Note also that the command you used it not interpreting the source as a Bagit bag but just as a directory structure. To interpret as a bag use --srcbag
instead of --srcdir
, e.g.:
> ocfl-object.py --create --srcbag 5 --id 5:5 --objdir ./ocfl_obj --name name --message hello --address a@company.coma
INFO:bagit:Verifying checksum for file /Users/simeon/Downloads/dd/5/data/5/node.jsonld
INFO:bagit:Verifying checksum for file /Users/simeon/Downloads/dd/5/data/5/node_en.json
INFO:bagit:Verifying checksum for file /Users/simeon/Downloads/dd/5/data/6/node.jsonld
INFO:bagit:Verifying checksum for file /Users/simeon/Downloads/dd/5/data/6/node_en.json
INFO:bagit:Verifying checksum for file /Users/simeon/Downloads/dd/5/data/7/node.jsonld
INFO:bagit:Verifying checksum for file /Users/simeon/Downloads/dd/5/data/7/node_en.json
INFO:bagit:Verifying checksum for file /Users/simeon/Downloads/dd/5/data/5/4/media.jsonld
INFO:bagit:Verifying checksum for file /Users/simeon/Downloads/dd/5/data/5/4/media_en.json
INFO:bagit:Verifying checksum for file /Users/simeon/Downloads/dd/5/data/6/5/media.jsonld
INFO:bagit:Verifying checksum for file /Users/simeon/Downloads/dd/5/data/6/5/media_en.json
INFO:bagit:Verifying checksum for file /Users/simeon/Downloads/dd/5/data/7/6/media.jsonld
INFO:bagit:Verifying checksum for file /Users/simeon/Downloads/dd/5/data/7/6/media_en.json
INFO:bagit:Verifying checksum for file /Users/simeon/Downloads/dd/5/data/5/4/9/OBJ.jpg
INFO:bagit:Verifying checksum for file /Users/simeon/Downloads/dd/5/data/5/4/9/file.json
INFO:bagit:Verifying checksum for file /Users/simeon/Downloads/dd/5/data/5/4/9/file.jsonld
INFO:bagit:Verifying checksum for file /Users/simeon/Downloads/dd/5/data/6/5/10/OBJ.jpg
INFO:bagit:Verifying checksum for file /Users/simeon/Downloads/dd/5/data/6/5/10/file.json
INFO:bagit:Verifying checksum for file /Users/simeon/Downloads/dd/5/data/6/5/10/file.jsonld
INFO:bagit:Verifying checksum for file /Users/simeon/Downloads/dd/5/data/7/6/11/OBJ.jpg
INFO:bagit:Verifying checksum for file /Users/simeon/Downloads/dd/5/data/7/6/11/file.json
INFO:bagit:Verifying checksum for file /Users/simeon/Downloads/dd/5/data/7/6/11/file.jsonld
INFO:bagit:Verifying checksum for file /Users/simeon/Downloads/dd/5/bag-info.txt
INFO:bagit:Verifying checksum for file /Users/simeon/Downloads/dd/5/bagit.txt
INFO:bagit:Verifying checksum for file /Users/simeon/Downloads/dd/5/manifest-sha1.txt
INFO:ocfl.object:Created OCFL object 5:5 in ./ocfl_obj
I am trying to create an OCFL object from a bag that was generated from some online content.

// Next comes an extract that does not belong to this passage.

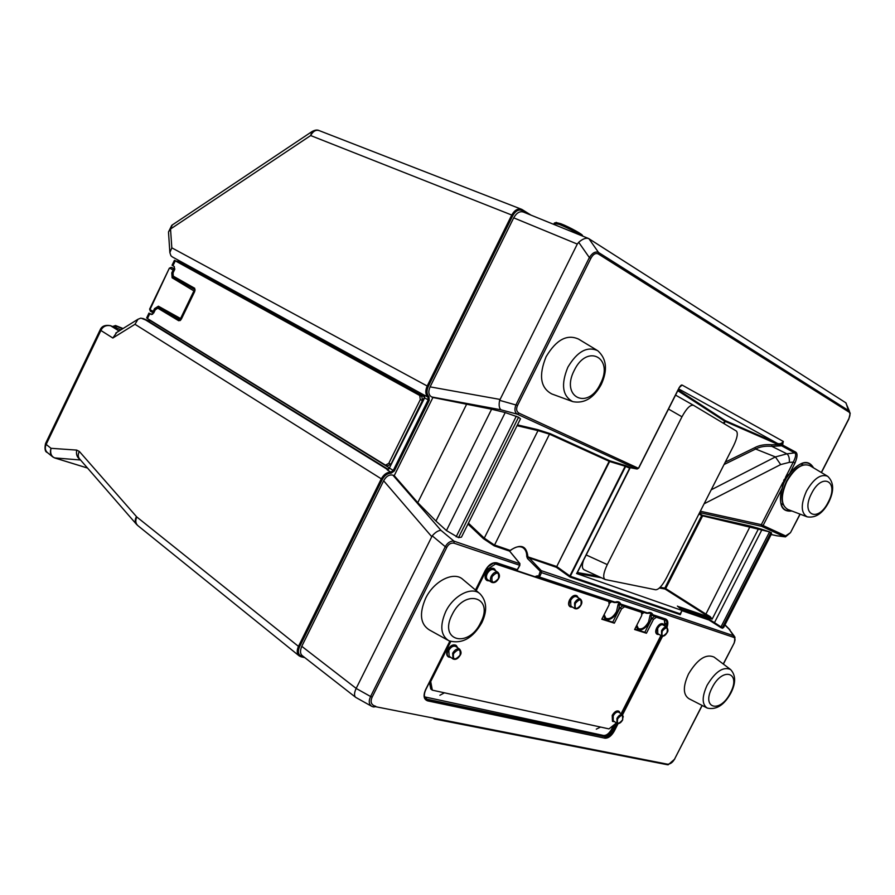 <?xml version="1.0" encoding="UTF-8"?>
<svg xmlns="http://www.w3.org/2000/svg" width="895" height="895" viewBox="0 0 895 895"><rect width="100%" height="100%" fill="white"/><g stroke="black" fill="none" stroke-linecap="round" stroke-linejoin="round"><path stroke-width="1.34" d="M638.426 468.298L518.943 413.121C516.437 411.543 515.979 408.981 517.545 405.435L590.857 258.364C593.161 254.113 595.701 252.681 598.464 254.057L848.907 412.036C850.395 413.132 850.328 415.448 848.695 418.983L821.297 472.493M679.048 387.792L682.113 385.063C681.218 384.615 679.853 386.226 678.018 389.884L638.594 468.018L636.535 468.902L637.598 468.879M682.113 385.063L783.326 441.47L782.499 444.994L779.153 444.614L779.075 443.819L777.464 443.428L777.33 444.177L779.153 444.614L771.736 444.748L771.826 446.336L781.581 445.788L794.659 452.881C796.326 453.978 795.868 457.065 793.261 462.133L789.334 462.357C789.58 458.139 788.775 455.286 786.895 453.832L794.659 452.881L795.633 452.064C797.702 453.362 797.49 457.009 795.006 463.006L793.261 462.133L785.43 477.494L789.569 473.656C800.343 461.048 808.353 459.135 813.6 467.895M702.049 705.417L674.595 759.038C672.704 762.45 670.344 764.162 667.502 764.185L375.452 706.681M783.751 482.897L786.235 478.042M780.955 503.482L783.125 504.713M782.252 487.976L783.819 482.964L782.252 487.976M791.907 511.011C781.492 512.186 778.236 504.567 782.174 488.144L783.919 479.933L789.569 473.656C793.585 468.421 797.725 465.008 801.998 463.453C806.842 461.921 810.355 463.196 812.548 467.257M700.337 511.213L761.332 524.671L761.611 526.305L763.077 525.533L761.332 524.671L782.834 482.573L783.819 482.964M790.498 532.648L785.474 536.888L784.188 536.664L761.611 526.305L699.644 512.589M784.434 536.765L776.961 535.781L784.188 536.664L785.62 535.915L763.077 525.533L782.308 488.055M630.393 467.705L636.535 468.902L517.276 414.172C514.647 412.326 514.233 409.172 516.035 404.708L589.357 257.581C592.378 252.826 595.443 251.137 598.554 252.491L848.919 410.771L850.205 413.266L848.829 419.084M849.478 411.297L845.797 402.784L588.619 238.529C585.867 237.667 582.555 238.931 578.696 242.299L577.297 244.078L513.696 217.843C516.639 212.753 519.928 210.851 523.586 212.126L588.418 238.439M577.297 244.078L499.645 400.345C498.672 405.043 499.13 408.198 500.999 409.809L431.625 396.933C428.537 395.042 428.034 391.697 430.092 386.864L513.696 217.843M771.512 533.487L770.002 532.01L761.913 529.325L761.779 529.997L701.635 515.621L702.541 516.057L665.701 588.552L664.806 588.127L665.052 589.022L665.701 588.552L705.92 614.082L705.271 614.574L665.052 589.022L659.324 588.004M761.913 529.325L750.312 526.047L705.92 614.082L710.149 616.577L709.858 617.259L677.616 606.284M630.628 467.738L625.482 465.557L625.169 466.239L629.923 468.275L629.935 467.492M625.482 465.557L609.942 460.835L609.159 461.294L556.354 567.296L609.942 460.835L550.28 433.672L537.906 429.701L537.996 430.629L517.042 425.684M518.563 417.227L520.476 418.815L461.44 537.157L458.508 537.638L446.437 530.556L435.966 521.047L417.764 502.666L394.225 475.659L432.911 397.492L491.601 409.216L505.216 412.55L518.563 417.227L458.508 537.638M432.911 397.492L431.625 396.933M576.76 573.415L629.644 468.174M625.683 466.362L570.294 576.257L680.211 613.836L682.035 610.468L576.537 573.516M758.703 528.374L712.163 619.116L705.271 614.574M710.149 616.577L712.163 619.116L678.824 607.291M770.002 532.01L761.779 529.997L714.467 622.629L720.99 626.892L721.079 627.708L722.578 628.223L723.842 627.238M722.578 628.223L722.478 627.395L720.99 626.892L769.286 532.391L771.434 532.659M722.478 627.395L723.854 627.071L771.535 533.812L770.718 533.04L722.478 627.395M375.676 706.233L374.915 706.077C371.089 704.622 370.161 701.635 372.141 697.138L446.795 547.36C448.574 544.048 451.002 542.661 454.078 543.198L519.715 565.293L519.682 563.369L509.87 551.465M355.46 697.171L302.644 655.946C300.149 654.155 299.859 650.945 301.772 646.313L383.642 480.783C386.226 476.207 389.314 474.339 392.905 475.167L394.225 475.659M467.973 524.067L483.434 538.689L494.163 545.816L509.624 551.152L509.837 550.626M483.434 538.689L484.262 538.13L494.107 544.842L510.184 550.403C520.644 543.533 526.54 545.581 527.882 556.533L541.262 570.663L733.497 635.696L734.963 637.15L734.359 642.666L723.25 664M570.372 577.197L569.477 576.682L569.869 575.955L570.372 577.197L680.301 614.686L680.245 613.847M681.934 610.67L709.03 620.034L721.079 627.708M550.28 433.672L549.485 434.164L537.996 430.629L484.262 538.13L468.421 523.15M556.287 566.367L526.752 556.477L527.502 558.536L540.244 571.312L538.51 576.492L537.38 575.798L535.478 576.458L536.362 577.018M540.435 572.285L541.509 572.632L539.506 577.04L538.51 576.492L538.667 577.454L539.506 577.04L615.066 602.167L614.261 602.548L538.812 577.488M734.37 636.267L729.145 629.252L733.497 635.696L733.699 637.352L541.509 572.632L541.262 570.663L540.244 571.312M569.477 576.682L556.354 567.296L528.553 557.697L527.502 558.536M433.146 718.114L434.388 718.987L435.608 718.607M667.502 764.755L434.646 719.043M375.408 706.647L373.942 706.96M374.915 706.077L373.405 706.927L371.839 706.39C368.885 704.399 368.471 701.098 370.597 696.5L372.141 697.138M301.772 646.313L356.176 688.4L432.229 535.825L445.274 546.677L370.597 696.5L356.154 688.445C354.151 692.819 354.006 695.784 355.695 697.362L371.324 706.099M432.229 535.825C435.373 532.245 438.281 530.422 440.978 530.366L453.966 541.139L519.917 563.76M446.795 547.36L445.274 546.677C447.623 542.639 450.532 540.793 453.966 541.139L454.078 543.198M490.717 564.969L489.565 565.237M481.723 577.924L482.013 579.043M450.364 642.286L449.167 642.979M443.372 654.547L443.685 655.632M662.893 619.004L663.654 619.463M664.47 620.783L664.661 623.446M536.441 577.04L537.392 576.682M611.732 601.708L610.659 602.122M538.488 577.342L537.38 575.798M651.952 615.022L650.799 614.283L650.106 615.167L651.135 615.1L650.889 614.395L652.891 614.742L665.6 618.971C668.006 620.134 668.475 622.931 666.988 627.35M618.814 603.745L620.85 604.08L618.713 603.622L618.053 604.55L619.116 604.483L618.803 603.733M517.388 569.488L516.471 570.081L496.11 563.313M665.03 626.153L664.683 619.284M647.007 613.31L619.978 604.427M614.619 602.559L615.066 602.167C617.83 601.183 619.754 601.82 620.85 604.08L647.443 612.93C650.072 611.956 651.884 612.56 652.891 614.742L650.799 614.283M644.176 612.471L643.158 612.885M663.005 618.725L664.414 619.922L664.84 626.041M614.876 602.514L618.3 602.503L619.81 604.27L618.713 603.622M681.721 609.786L708.941 619.206L714.467 622.629L713.975 623.177M636.826 468.98L638.728 468.074L678.141 389.974M782.856 444.11L781.637 443.853L783.326 441.47L781.335 443.383L779.075 443.819M781.335 443.383L781.581 445.788L782.499 444.994L795.633 452.064M704.108 503.795L780.675 464.572L775.417 456.931L786.895 453.832L771.826 446.336C765.348 445.811 759.944 446.706 755.626 449.022L775.417 456.931L711.201 489.822M724.055 464.527L755.626 449.022L754.798 447.657C759.307 445.207 764.945 444.233 771.736 444.748M723.283 423.19L725.308 420.65L724.391 420.986L677.772 390.69M725.263 462.133L754.798 447.657M803.139 464.863L800.824 463.912M87.52 468.04L55.065 458.05C51.317 456.64 49.963 453.396 51.004 448.305L76.701 450.095L79.342 451.449L136.778 516.963L298.46 646.38L381.248 478.937C383.776 474.417 386.976 472.146 390.858 472.135L387.401 469.998L387.009 469.204L387.714 469.394M54.371 457.792L52.827 456.965C50.411 455.119 49.807 452.232 51.004 448.305L46.148 444.412C44.694 447.88 45.164 450.644 47.558 452.713L52.492 456.696M116.764 332.437L112.837 338.019L100.889 330.468L46.148 444.412L45.555 443.528M149.789 320.142L148.022 320.925L140.94 318.105L137.998 319.235L134.977 324.281L112.837 338.019M120.903 329.863L110.689 325.78C106.113 324.896 102.847 326.451 100.889 330.468L100.195 329.796M119.069 331.005L110.465 325.668L120.937 329.841L111.953 326.295M423.749 394.896L172.411 256.966L170.945 255.791L169.871 252.636L171.818 247.837L427.195 386.013L511.75 215.035L310.666 135.559L170.542 229.008L172.299 224.958M424.521 396.933L423.816 394.93M521.36 209.206L319.459 130.715C316.036 129.473 313.105 131.084 310.666 135.559L311.907 131.632L171.762 225.316L168.484 232.029L170.542 229.008L171.818 247.837M168.528 232.622L169.871 252.636M312.422 131.296L311.907 131.632C314.917 129.92 317.389 129.596 319.336 130.67M142.797 318.43L148.738 320.891M173.775 317.02L174.089 316.371M188.744 286.031L189.181 285.136M149.845 320.018L150.483 320.421M159.444 309.167L180.029 320.656M194.797 288.414L189.774 285.471M178.463 262.403L178.139 261.34M188.767 284.901L188.342 285.785M173.675 316.136L173.362 316.785M303.774 656.818L301.906 656.404C298.27 655.062 297.476 651.884 299.512 646.884L382.31 479.463C384.626 475.312 387.557 473.231 391.126 473.22L390.858 472.135L393.252 470.434L389.795 468.309L387.401 469.998L389.056 468.633M391.126 473.22L394.315 470.96L393.252 470.434L428.168 399.875L427.978 397.111L424.409 395.165L424.61 397.917L424.599 396.317M424.61 396.228L423.939 395.008M388.553 469.204L386.964 469.45M388.665 469.058L387.009 469.204L145.169 319.705M664.549 621.04L665.142 619.877M177.915 261.787L174.413 260.322L175.275 260.848L172.903 265.77L174.312 266.553L174.536 269.809L173.048 272.885L173.272 276.152L194.472 288.134L194.73 291.479L181.372 319.101L178.709 320.746L157.822 308.182L155.249 309.815L153.761 312.881L151.3 314.548L149.823 313.653L147.462 318.553L146.668 317.882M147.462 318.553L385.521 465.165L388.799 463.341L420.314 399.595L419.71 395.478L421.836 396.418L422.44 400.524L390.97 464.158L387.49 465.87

I used the following command,
which generated this OCFL object. The issue is that one of the files from the bag (
5/data/6/5/10/OBJ.jpg
) is not being added into the corresponding directory (ocfl_obj/v1/content/data/6/5/10
) in the OCFL object. Any guidance on why this might be or how to resolve?